Most salient among them: the notion that "fan pressure" can somehow bring about a desired conference reaffiliation.
Another: that anyone ever used the term "cure-all", or anything close, to assess the latest move. I challenge you to provide a quote to this effect.
Is every single loss going to elicit this caliber of panicked non sequiturs from the woodwork?
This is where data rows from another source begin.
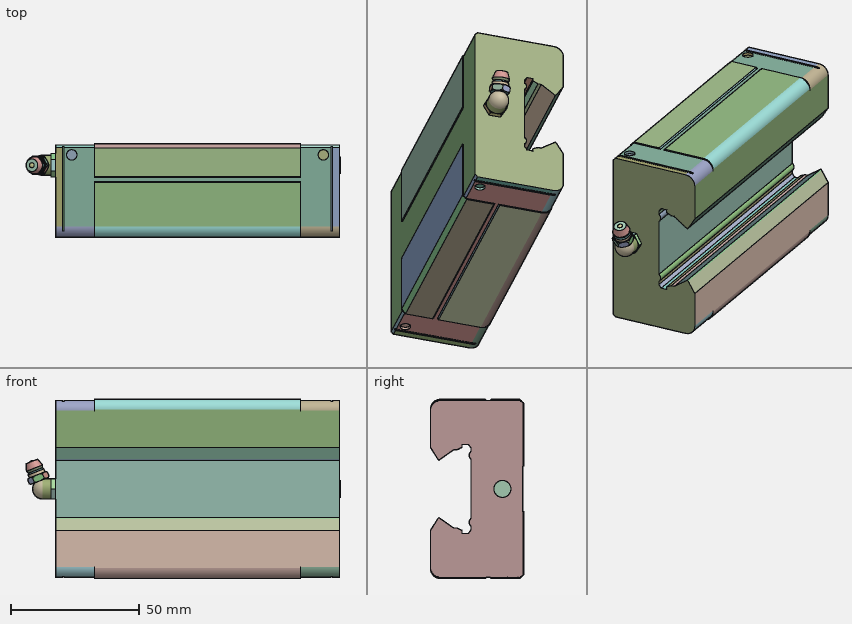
import cadquery as cq
import math

block_left = -49.7
block_right = 60.9
block_length = block_right - block_left
block_center_x = (block_left + block_right) / 2

outer_width = 70.0
outer_height = 36.5
front_y = -outer_height / 2
back_y = outer_height / 2
front_corner_radius = 4.0

middle_length = 80.4
middle_step = 0.5
middle_back_chamfer = 1.7
cap_back_chamfer = 1.0
cap_half_width = outer_width / 2 - middle_step
cap_back_y = back_y - middle_step

slot_floor_y = -2.5
slot_half_width = 17.3
slot_corner_y = -3.4
slot_corner_z = 15.9
bump_inner_z = 11.5
bump_outer_z = 14.6
bump_height = 0.7
recess_end_y = -5.9
lip_root_z = 16.2
step_start_y = -7.8
step_end_y = -9.2
step_z = 15.2
lip_tip_y = -15.0
lip_tip_z = 11.1
lip_bevel = 0.5
cut_margin = 1.2

back_groove_width = 17.8
side_groove_y = 4.3
side_groove_floor = 1.5
side_groove_mouth = 2.5

end_plate_thickness = 2.7
seam_width = 0.6
seam_depth = 0.4

cap_hole_diameter = 4.0
cap_hole_depth = 1.1
cap_hole_offset = 49.0
cap_hole_y = 13.8

port_y = 9.8
plug_diameter = 6.6
plug_height = 0.4

base_hex_flats = 8.0
base_hex_height = 1.8
stem_radius = base_hex_flats / 2
elbow_x = -54.8
head_tilt = 21.5

tip_distance = 11.5
tip_radius = 2.5
head_distance = 8.7
head_radius = 3.4
neck_distance = 7.7
neck_radius = 3.0
collar_distance = 7.1
collar_radius = 3.3
collar_root_radius = 2.2
head_hex_top = 5.9
head_hex_bottom = 3.3
head_hex_flats = 7.2
head_hex_chamfer = 0.5
ball_radius = 1.0
ball_rise = 0.31


def hexagon_corner_diameter(flats):
    return flats / math.cos(math.pi / 6)


def outer_profile(half_width, top_y, back_chamfer, length):
    """Rounded and chamfered block section, extruded along X about the block centre."""
    return (
        cq.Workplane("YZ", origin=(block_center_x, 0, 0))
        .moveTo((front_y + top_y) / 2, 0)
        .rect(top_y - front_y, 2 * half_width)
        .extrude(length / 2, both=True)
        .edges("|X and <Y")
        .fillet(front_corner_radius)
        .edges("|X and >Y")
        .chamfer(back_chamfer)
    )


def half_rail_slot():
    """Half of the rail slot, on the +Z side of the middle plane."""
    past_front_y = front_y - cut_margin
    bump_middle_z = (bump_inner_z + bump_outer_z) / 2
    return (
        cq.Workplane("YZ", origin=(block_left, 0, 0))
        .moveTo(past_front_y, 0)
        .lineTo(slot_floor_y, 0)
        .lineTo(slot_floor_y, bump_inner_z)
        .threePointArc((slot_floor_y - bump_height, bump_middle_z), (slot_floor_y, bump_outer_z))
        .lineTo(slot_floor_y, slot_corner_z)
        .lineTo(slot_corner_y, slot_half_width)
        .lineTo(recess_end_y, slot_half_width)
        .lineTo(recess_end_y, lip_root_z)
        .lineTo(step_start_y, step_z)
        .lineTo(step_end_y, step_z)
        .lineTo(lip_tip_y, lip_tip_z)
        .lineTo(lip_tip_y - lip_bevel, lip_tip_z + lip_bevel)
        .lineTo(front_y, lip_root_z)
        .lineTo(past_front_y, lip_root_z)
        .close()
        .extrude(block_length)
    )


def back_groove():
    return cq.Workplane("XY").box(middle_length, 2 * middle_step, back_groove_width).translate(
        (block_center_x, back_y, 0)
    )


def side_groove():
    """Groove with sloping walls along the +Z side of the middle, down to the level of the caps."""
    side_z = outer_width / 2
    return (
        cq.Workplane("YZ", origin=(block_center_x, 0, 0))
        .moveTo(side_groove_y - side_groove_mouth / 2, side_z)
        .lineTo(side_groove_y - side_groove_floor / 2, cap_half_width)
        .lineTo(side_groove_y + side_groove_floor / 2, cap_half_width)
        .lineTo(side_groove_y + side_groove_mouth / 2, side_z)
        .close()
        .extrude(middle_length / 2, both=True)
    )


def side_seam(direction):
    """Seam across the +Z side, at the left (-1) or right (+1) end."""
    seam_x = block_center_x + direction * (block_length / 2 - end_plate_thickness - seam_width / 2)
    return cq.Workplane("XY").box(seam_width, outer_height, 2 * seam_depth).translate(
        (seam_x, 0, cap_half_width)
    )


def cap_hole(direction):
    """Blind hole in the +Z side of the left (-1) or right (+1) cap."""
    hole_x = block_center_x + direction * cap_hole_offset
    return (
        cq.Workplane("XY", origin=(hole_x, cap_hole_y, cap_half_width - cap_hole_depth))
        .circle(cap_hole_diameter / 2)
        .extrude(2 * cap_hole_depth)
    )


def make_block():
    caps = outer_profile(cap_half_width, cap_back_y, cap_back_chamfer, block_length)
    middle = outer_profile(outer_width / 2, back_y, middle_back_chamfer, middle_length)
    block = caps.union(middle).cut(back_groove())

    side_cuts = [half_rail_slot(), side_groove()]
    for direction in (-1, 1):
        side_cuts += [side_seam(direction), cap_hole(direction)]
    for side_cut in side_cuts:
        block = block.cut(side_cut).cut(side_cut.mirror("XY"))

    plug = (
        cq.Workplane("YZ", origin=(block_right, port_y, 0))
        .circle(plug_diameter / 2)
        .extrude(plug_height)
    )
    return block.union(plug)


def nipple_elbow():
    """Round stem along X, from the base hexagon to a domed elbow."""
    return (
        cq.Workplane("XY", origin=(elbow_x, port_y, 0))
        .moveTo(-stem_radius, 0)
        .radiusArc((0, stem_radius), stem_radius)
        .lineTo(block_left - base_hex_height - elbow_x, stem_radius)
        .lineTo(block_left - base_hex_height - elbow_x, 0)
        .close()
        .revolve(360, (0, 0, 0), (1, 0, 0))
    )


def nipple_head():
    """Turned head along +Z from the elbow centre, with a ball closing its tip."""
    return (
        cq.Workplane("XZ")
        .lineTo(collar_root_radius, 0)
        .lineTo(collar_root_radius, head_hex_bottom)
        .lineTo(collar_radius, head_hex_bottom)
        .lineTo(collar_radius, collar_distance)
        .lineTo(neck_radius, neck_distance)
        .lineTo(head_radius, head_distance)
        .lineTo(tip_radius, tip_distance)
        .lineTo(ball_radius, tip_distance)
        .radiusArc((0, tip_distance + ball_rise), -(ball_radius**2 + ball_rise**2) / (2 * ball_rise))
        .close()
        .revolve(360, (0, 0, 0), (0, 1, 0))
    )


def head_hexagon():
    """Hexagon on the head, with corners in the XZ plane bevelled at both ends."""
    corner_diameter = hexagon_corner_diameter(head_hex_flats)
    height = head_hex_top - head_hex_bottom
    bevelled_disc = (
        cq.Workplane("XY", origin=(0, 0, head_hex_bottom))
        .circle(corner_diameter / 2)
        .extrude(height)
        .edges()
        .chamfer(head_hex_chamfer)
    )
    return (
        cq.Workplane("XY", origin=(0, 0, head_hex_bottom))
        .polygon(6, corner_diameter)
        .extrude(height)
        .intersect(bevelled_disc)
    )


def make_nipple():
    base = (
        cq.Workplane("YZ", origin=(block_left, port_y, 0))
        .polygon(6, hexagon_corner_diameter(base_hex_flats))
        .extrude(-base_hex_height)
    )
    head = (
        nipple_head()
        .union(head_hexagon())
        .rotate((0, 0, 0), (0, 1, 0), -head_tilt)
        .translate((elbow_x, port_y, 0))
    )
    return base.union(nipple_elbow()).union(head)


block = make_block()
nipple = make_nipple()

result = cq.Compound.makeCompound([block.val(), nipple.val()])

It's like watching a cruel scientific experiment on mice unfold.
Updated with bolded items to account for the Arkansas loss.
The BY has long established every UCONN WCBB loss MUST BE absurdly attributed to one or more of the following:
a) UCONN player(s) choked.
b) The refs were incompetent.
b.1) Dee Kantner called the game and she hates UCONN.
c) ND flopped.
c.1 Skylar Diggins exaggerated contact.
c.2 Madison Cable undercuts.
c.3 Michaela Mabrey is the worst.
c.4 Marina Mabrey is worst than her sister.
c.5 Arike is a dirty player.
c.6 Dungee pushed off and it wasn't called
d) Geno got out coached.
d.1 By Tara, Muffet, Vic , Jeff ( really?), or Kim or Neighbors
e) Geno can't recruit.
e.1) Geno can't recruit bigs.
f) Geno is too stubborn.
g) Geno Turtles up in close games
h) The team was obviously missing Marissa Mosley or Shea
I) Geno didn't give her (them) enough minutes.